Specifies in which format the grid output will be produced. Currently, PLOTMTV (default for 2-d grids), MEGAPOVPLUS (available for 3-d grids), and GAUSSCUBE(default for 3-d grids) are supported.

Specifies indices of the molecular orbitals to be computed on the 3-d grid. Indices can be specified as:

unsigned integer - index in Pitzer ordering (ordered accoring to irreps, not eigenvalues). Ranges from 1 to the number of MOs.

signed integer - index with respect to Fermi level. +1 means LUMO, +2 means second lowest virtual orbital, -1 means HOMO, etc.

All indices have to be either unsigned or signed, you can't mix and match, or you will get unpredictable results. Default is to compute HOMO and LUMO.

Specifies the origin of the grid. A rectangular grid box which envelops the entire molecule will be computed automatically if GRID_ORIGIN is missing, however, there is no default for 2-d grids.

This vector specifies the direction of the first (x) side of the grid. It doesn't have have to be of unit length. There is no default for 2-d grids.

The same for the second (y) side. It doesn't have to be of unit length or even orthogonal to GRID_UNIT_X. There is no default for 2-d grids.

Specifies the coordinates of the lower left corner of the grid rectangle in the 2D coordinate system defined by GRID_ORIGIN, GRID_UNIT_X, and GRID_UNIT_Y. There is no default.

Specifies the coordinates of the upper right corner of the grid rectangle in the 2D coordinate system defined by GRID_ORIGIN, GRID_UNIT_X, and GRID_UNIT_Y. There is no default.

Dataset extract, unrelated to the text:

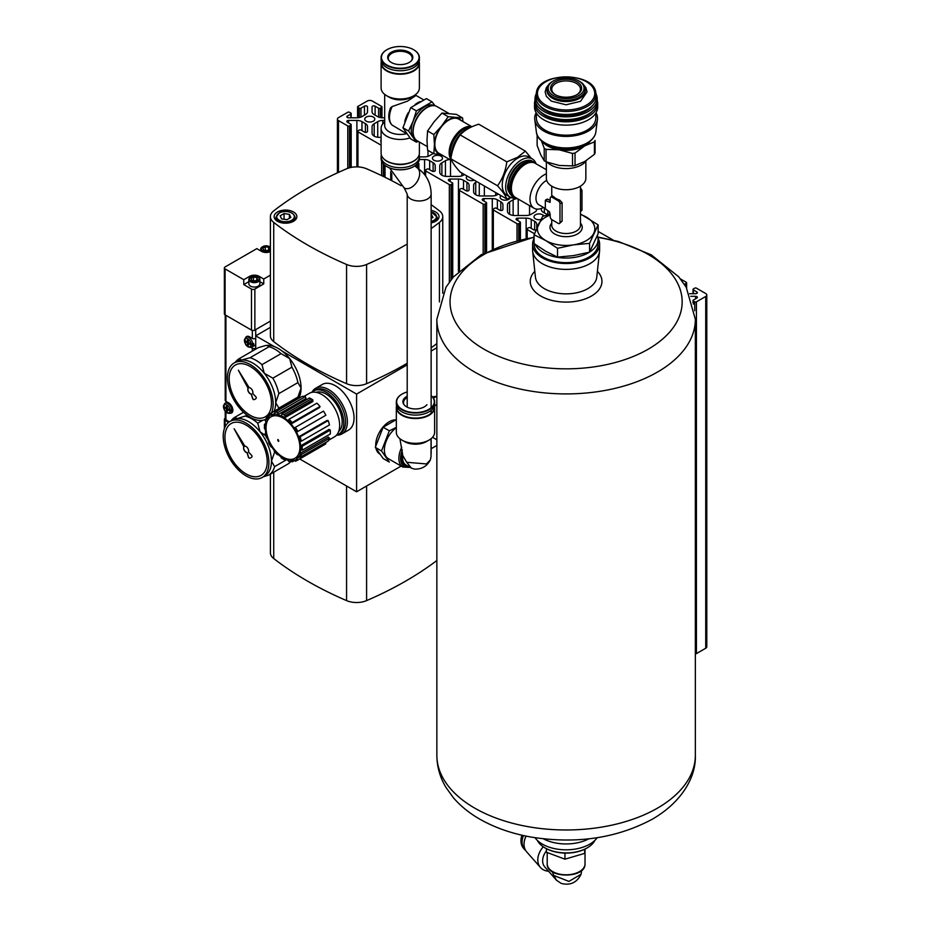 <?xml version="1.0" encoding="UTF-8"?>
<svg xmlns="http://www.w3.org/2000/svg" width="930" height="930" viewBox="0 0 930 930"><rect width="100%" height="100%" fill="white"/><g stroke="black" fill="none" stroke-linecap="round" stroke-linejoin="round"><path stroke-width="1.4" d="M690.769 296.31L695.582 296.31A1.79 1.035 0 0 1 697.372 297.344A1.79 1.035 0 0 1 696.849 298.077L693.373 300.076A1.197 0.686 0 0 0 693.373 301.053L694.733 301.843A1.197 0.686 0 0 0 696.419 301.843L705.731 296.461A3.592 2.069 0 0 0 706.788 294.996A3.592 2.069 0 0 0 705.731 293.531L696.419 288.161A1.197 0.686 0 0 0 694.733 288.161L693.373 288.939A1.197 0.686 0 0 0 693.373 289.916L696.849 291.915A1.79 1.035 0 0 1 697.372 292.648A1.79 1.035 0 0 1 695.582 293.694L689.63 293.694M695.349 653.802A1.197 0.686 0 0 0 696.419 653.604L705.731 648.233A3.592 2.069 0 0 0 706.788 646.769L706.788 294.996M684.341 284.243A1.197 0.686 0 0 0 684.91 284.057L686.27 283.278A1.197 0.686 0 0 0 686.27 282.29L680.493 278.965M613.288 240.161L598.141 231.419M541.295 208.483L541.295 209.39A7.184 4.15 0 0 0 543.399 212.319L546.84 214.307A7.184 4.15 0 0 0 548.142 214.9M384.683 117.808L382.672 117.808A7.184 4.15 0 0 1 377.592 116.587L374.151 114.599A7.184 4.15 0 0 1 372.047 111.67L372.047 106.903A1.79 1.035 0 0 1 373.163 105.939A1.79 1.035 0 0 1 375.116 106.171L378.58 108.171A1.197 0.686 0 0 0 380.277 108.171L381.625 107.392A1.197 0.686 0 0 0 381.625 106.415L372.325 101.045A3.592 2.069 0 0 0 367.245 101.045L357.934 106.415A1.197 0.686 0 0 0 357.934 107.392L359.294 108.171A1.197 0.686 0 0 0 360.98 108.171L364.455 106.171A1.79 1.035 0 0 1 366.408 105.939A1.79 1.035 0 0 1 367.513 106.903L367.513 111.67A7.184 4.15 0 0 1 365.409 114.611L361.968 116.599A7.184 4.15 0 0 1 356.888 117.808L348.622 117.808A1.79 1.035 0 0 1 346.832 116.773A1.79 1.035 0 0 1 347.355 116.041L350.819 114.041A1.197 0.686 0 0 0 350.819 113.053L349.471 112.274A1.197 0.686 0 0 0 347.785 112.274L338.474 117.645A3.592 2.069 0 0 0 337.416 119.121A3.592 2.069 0 0 0 338.474 120.586L347.785 125.957A1.197 0.686 0 0 0 349.471 125.957L350.819 125.178A1.197 0.686 0 0 0 350.819 124.202L347.355 122.19A1.79 1.035 0 0 1 346.832 121.458A1.79 1.035 0 0 1 348.622 120.423L356.888 120.423A7.184 4.15 0 0 1 361.968 121.644L365.409 123.632A7.184 4.15 0 0 1 367.513 126.561L367.513 131.328A1.79 1.035 0 0 1 366.408 132.293A1.79 1.035 0 0 1 364.444 132.06L360.98 130.06A1.197 0.686 0 0 0 359.294 130.06L357.934 130.839A1.197 0.686 0 0 0 357.934 131.816L381.102 145.196M381.102 140.337A1.79 1.035 0 0 0 380.684 141A1.79 1.035 0 0 0 381.102 141.674M415.78 165.168A1.197 0.686 0 0 0 417.175 165.04L418.523 164.261A1.197 0.686 0 0 0 418.523 163.285L417.93 162.936M419.349 159.507L424.592 159.507A7.184 4.15 0 0 1 429.672 160.727L433.113 162.715A7.184 4.15 0 0 1 435.217 165.645L435.217 170.411A1.79 1.035 0 0 1 434.101 171.376A1.79 1.035 0 0 1 432.148 171.143L428.684 169.144A1.197 0.686 0 0 0 426.986 169.144L425.638 169.923A1.197 0.686 0 0 0 425.638 170.899L449.329 184.582A1.197 0.686 0 0 0 451.015 184.582L452.375 183.803A1.197 0.686 0 0 0 452.375 182.826L448.899 180.827A1.79 1.035 0 0 1 448.376 180.095A1.79 1.035 0 0 1 450.167 179.048L458.444 179.048A7.184 4.15 0 0 1 463.512 180.269L466.953 182.257A7.184 4.15 0 0 1 469.057 185.186L469.057 189.953A1.79 1.035 0 0 1 467.953 190.917A1.79 1.035 0 0 1 466 190.685L462.524 188.685A1.197 0.686 0 0 0 460.838 188.685L459.478 189.464A1.197 0.686 0 0 0 459.478 190.441L483.17 204.123A1.197 0.686 0 0 0 484.867 204.123L486.216 203.345A1.197 0.686 0 0 0 486.216 202.368L482.751 200.369A1.79 1.035 0 0 1 482.228 199.636A1.79 1.035 0 0 1 484.019 198.59L492.284 198.602A7.184 4.15 0 0 1 497.364 199.811L500.805 201.798A7.184 4.15 0 0 1 502.909 204.728L502.909 209.506A1.79 1.035 0 0 1 501.805 210.459A1.79 1.035 0 0 1 499.84 210.238L496.376 208.227A1.197 0.686 0 0 0 494.679 208.227L493.33 209.006A1.197 0.686 0 0 0 493.33 209.994L517.022 223.665A1.197 0.686 0 0 0 518.719 223.665L520.068 222.886A1.197 0.686 0 0 0 520.068 221.91L516.603 219.91A1.79 1.035 0 0 1 516.069 219.178A1.79 1.035 0 0 1 517.871 218.131L526.136 218.143A7.184 4.15 0 0 1 531.216 219.352L534.657 221.34A7.184 4.15 0 0 1 536.761 224.269L536.761 228.164M526.833 238.394L526.833 229.047A1.197 0.686 0 0 1 527.182 228.559L528.531 227.769A1.197 0.686 0 0 1 530.228 227.769L533.692 229.78A1.79 1.035 0 0 0 536.029 229.873M526.833 229.047A1.197 0.686 0 0 0 527.182 229.536L534.471 233.744M449.748 159.553A7.184 4.15 0 0 0 445.435 160.739L441.878 162.797A7.184 4.15 0 0 0 439.774 165.726L439.774 172.271A7.184 4.15 0 0 0 446.958 176.421L458.292 176.421A7.184 4.15 0 0 0 463.373 175.2L464.5 174.549M476.858 181.687L475.73 182.338A7.184 4.15 0 0 0 473.626 185.268L473.626 191.813A7.184 4.15 0 0 0 480.81 195.963L492.144 195.963A7.184 4.15 0 0 0 497.225 194.742L498.352 194.091M517.44 198.636A7.184 4.15 0 0 0 513.128 199.822L509.582 201.88A7.184 4.15 0 0 0 507.478 204.809L507.478 211.354A7.184 4.15 0 0 0 514.65 215.504L525.996 215.504A7.184 4.15 0 0 0 531.077 214.284L534.622 212.238A7.184 4.15 0 0 0 536.726 209.308L536.726 209.099M384.683 120.447L382.811 120.447A7.184 4.15 0 0 0 377.731 121.656L374.186 123.713A7.184 4.15 0 0 0 372.081 126.643L372.081 133.188A7.184 4.15 0 0 0 379.266 137.338L381.102 137.338M419.395 156.879L424.452 156.879A7.184 4.15 0 0 0 429.521 155.659L433.078 153.613A7.184 4.15 0 0 0 433.322 153.462M366.222 121.167A5.022 2.906 0 0 0 371.709 121.795A5.022 2.906 0 0 0 374.813 119.121A5.022 2.906 0 0 0 369.78 116.215A5.022 2.906 0 0 0 364.758 119.121A5.022 2.906 0 0 0 366.222 121.167M433.926 160.251A5.022 2.906 0 0 0 439.402 160.878A5.022 2.906 0 0 0 442.506 158.205A5.022 2.906 0 0 0 437.484 155.298A5.022 2.906 0 0 0 432.45 158.205A5.022 2.906 0 0 0 433.926 160.251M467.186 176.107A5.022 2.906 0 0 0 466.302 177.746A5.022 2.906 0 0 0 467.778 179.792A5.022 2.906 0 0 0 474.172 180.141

Specifies the coordinates of the far lower left corner of the grid box in the 3D coordinate system defined by GRID_ORIGIN, GRID_UNIT_X, GRID_UNIT_Y, and the cross-product of the latter two. There is no default.

Specifies the coordinates of the near upper right corner of the grid box in the 3D coordinate system defined by GRID_ORIGIN, GRID_UNIT_X, GRID_UNIT_Y, and the cross-product of the latter two. There is no default.

The number of grid point along x direction. This parameter has to be greater than 1. Default is 20.

The same as NIX for y direction. Default is 20.

The same as NIX for z direction. Default is 20.

Lower limit on displayed z-values for contour plots of electron density and its Laplacian. Default is 0.0

Upper limit on displayed z-values for contour plots of electron density and its Laplacian. Default is 3.0

Controls logarithmic scaling of the produced electron density gradient plot. Turns the scaling off if set to zero, otherwise the higher value - the stronger the gradient field will be scaled. Recommended value (default) is 5.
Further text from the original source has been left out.